Nearly half of the vulture population in the Israeli-annexed Golan Heights have died of apparent poisoning, Israel's Nature and Parks Authority Friday, in a new blow to an already decimated breed.

Eight out of around 20 griffon vultures left in the area were found dead on Friday, the organisation's director Shaul Goldstein told AFP, in what he described as "a mortal blow to the birds of prey population".

The Israeli parks authority said the deaths constituted "a serious matter", and vowed to find "those responsible for this poisoning and bring them to justice".

A fox and two jackals were also found dead and two other vultures sick were taken to a wildlife clinic for treatment.

Goldstein declined to say if the poisoning was deliberate.

The vulture population on the Israeli side of the Golan Heights has declined significantly over the past two decades, with their number dropping from 130 in 1998 to around 20 before the latest deaths.

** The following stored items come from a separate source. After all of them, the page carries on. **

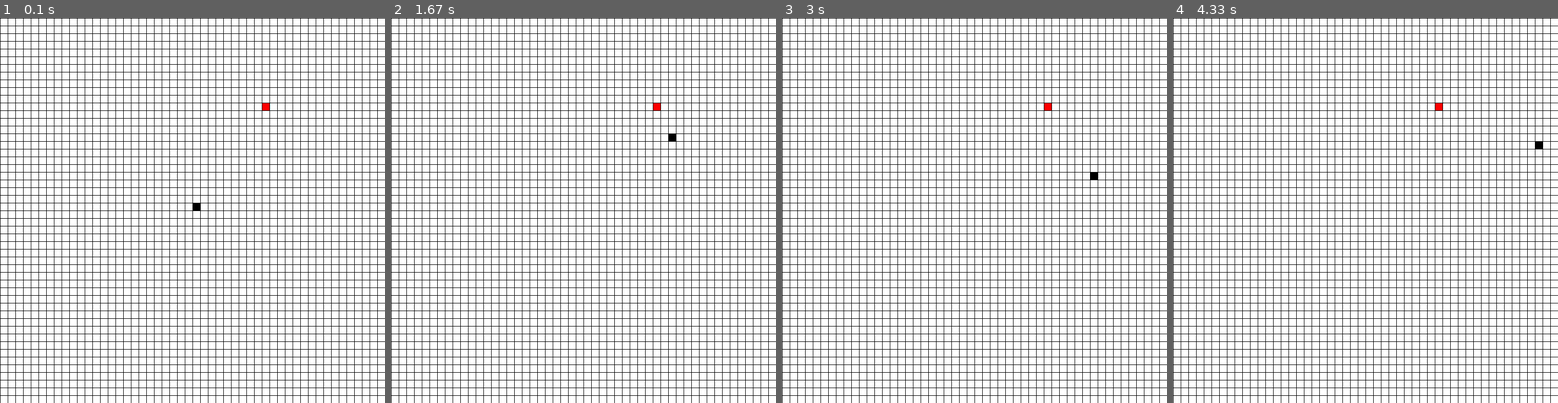
Above: before the commit, frames 1-4 (left to right).
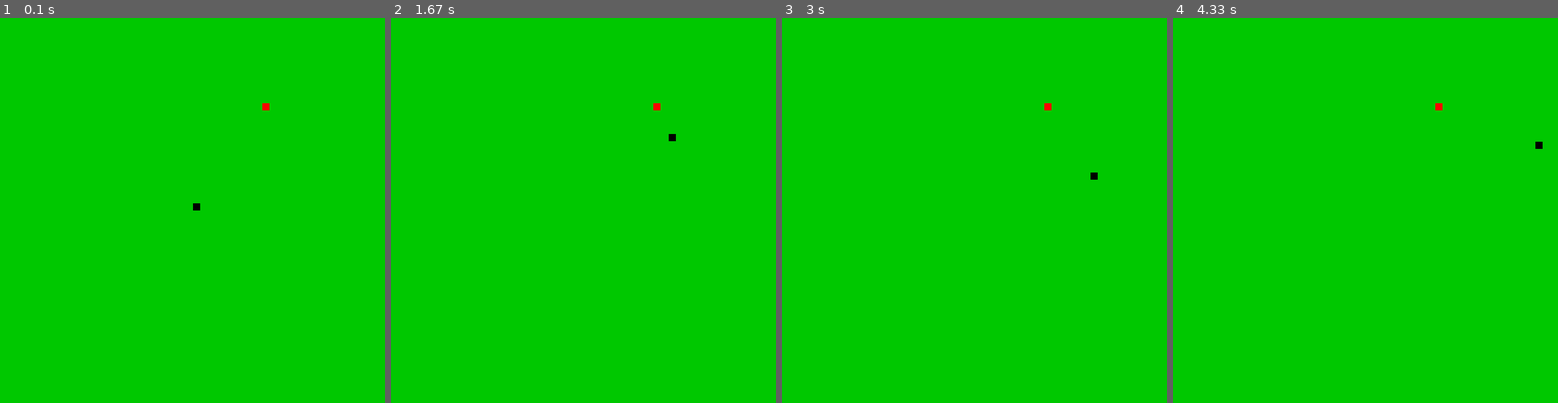
Above: after the commit, the same moments.

Repository: chenxk619/test
Game: pygame game, started from snake.py
The game is run twice, just before and just after one commit, with the same random seed, the same clock (stepped at 60 frames per second) and the same inputs.
Inputs:
- Up to frame 1 (0.1 s): no input
- Up to frame 2 (1.67 s): hold Right 0.33-0.8 s; hold Up 0.83-1.13 s; hold Right 1.17-1.63 s
- Up to frame 3 (3 s): hold Down 2.23-2.53 s; hold Left 2.57-2.97 s
- Up to frame 4 (4.33 s): hold Up 3-3.37 s; hold Right 3.4-4.03 s; hold Down from 4.07 s (still down)

The runs differ from the first frame. In frame 1, 100% of the frame differs, in the area x 0-100%, y 0-100%; in frame 2, 100%; in frame 3, 100%; in frame 4, 100%.

Commit message:
Update snake.py

Diff:
--- a/snake.py
+++ b/snake.py
@@ -39,12 +39,12 @@
 
 
 def board_update(screen, grid, multiplier, snake, apple):
-	screen.fill((255,255,255))
-	for i in range(0, grid * multiplier + 1, multiplier):
-		# Draw horizontal lines
-		pygame.draw.line(screen, (0, 0, 0), (i, 0), (i, grid * multiplier))
-		# Draw vertical lines
-		pygame.draw.line(screen, (0, 0, 0), (0, i), (grid * multiplier, i))
+	screen.fill((0,200,0))
+	# for i in range(0, grid * multiplier + 1, multiplier):
+	# 	# Draw horizontal lines
+	# 	pygame.draw.line(screen, (200, 200, 200), (i, 0), (i, grid * multiplier))
+	# 	# Draw vertical lines
+	# 	pygame.draw.line(screen, (200, 200, 200), (0, i), (grid * multiplier, i))
 
 	#draw the apple
 	pygame.draw.rect(screen, (255, 0, 0),(apple[0] * multiplier + 1, apple[1] * multiplier + 1, multiplier - 1, multiplier - 1))

In 2016, UN peacekeepers helped return a vulture which had been captured across the border in Lebanon on suspicion of spying for the Jewish state.

Israel seized around 1,200 square kilometres of the Golan from Syria in a 1967 and later annexed it, in moves never recognised by the international community.

About 18,000 Syrians belonging to the Druze community -- most of whom refuse Israeli citizenship -- remain in the occupied Golan, alongside some 20,000 Israeli settlers in 33 communities.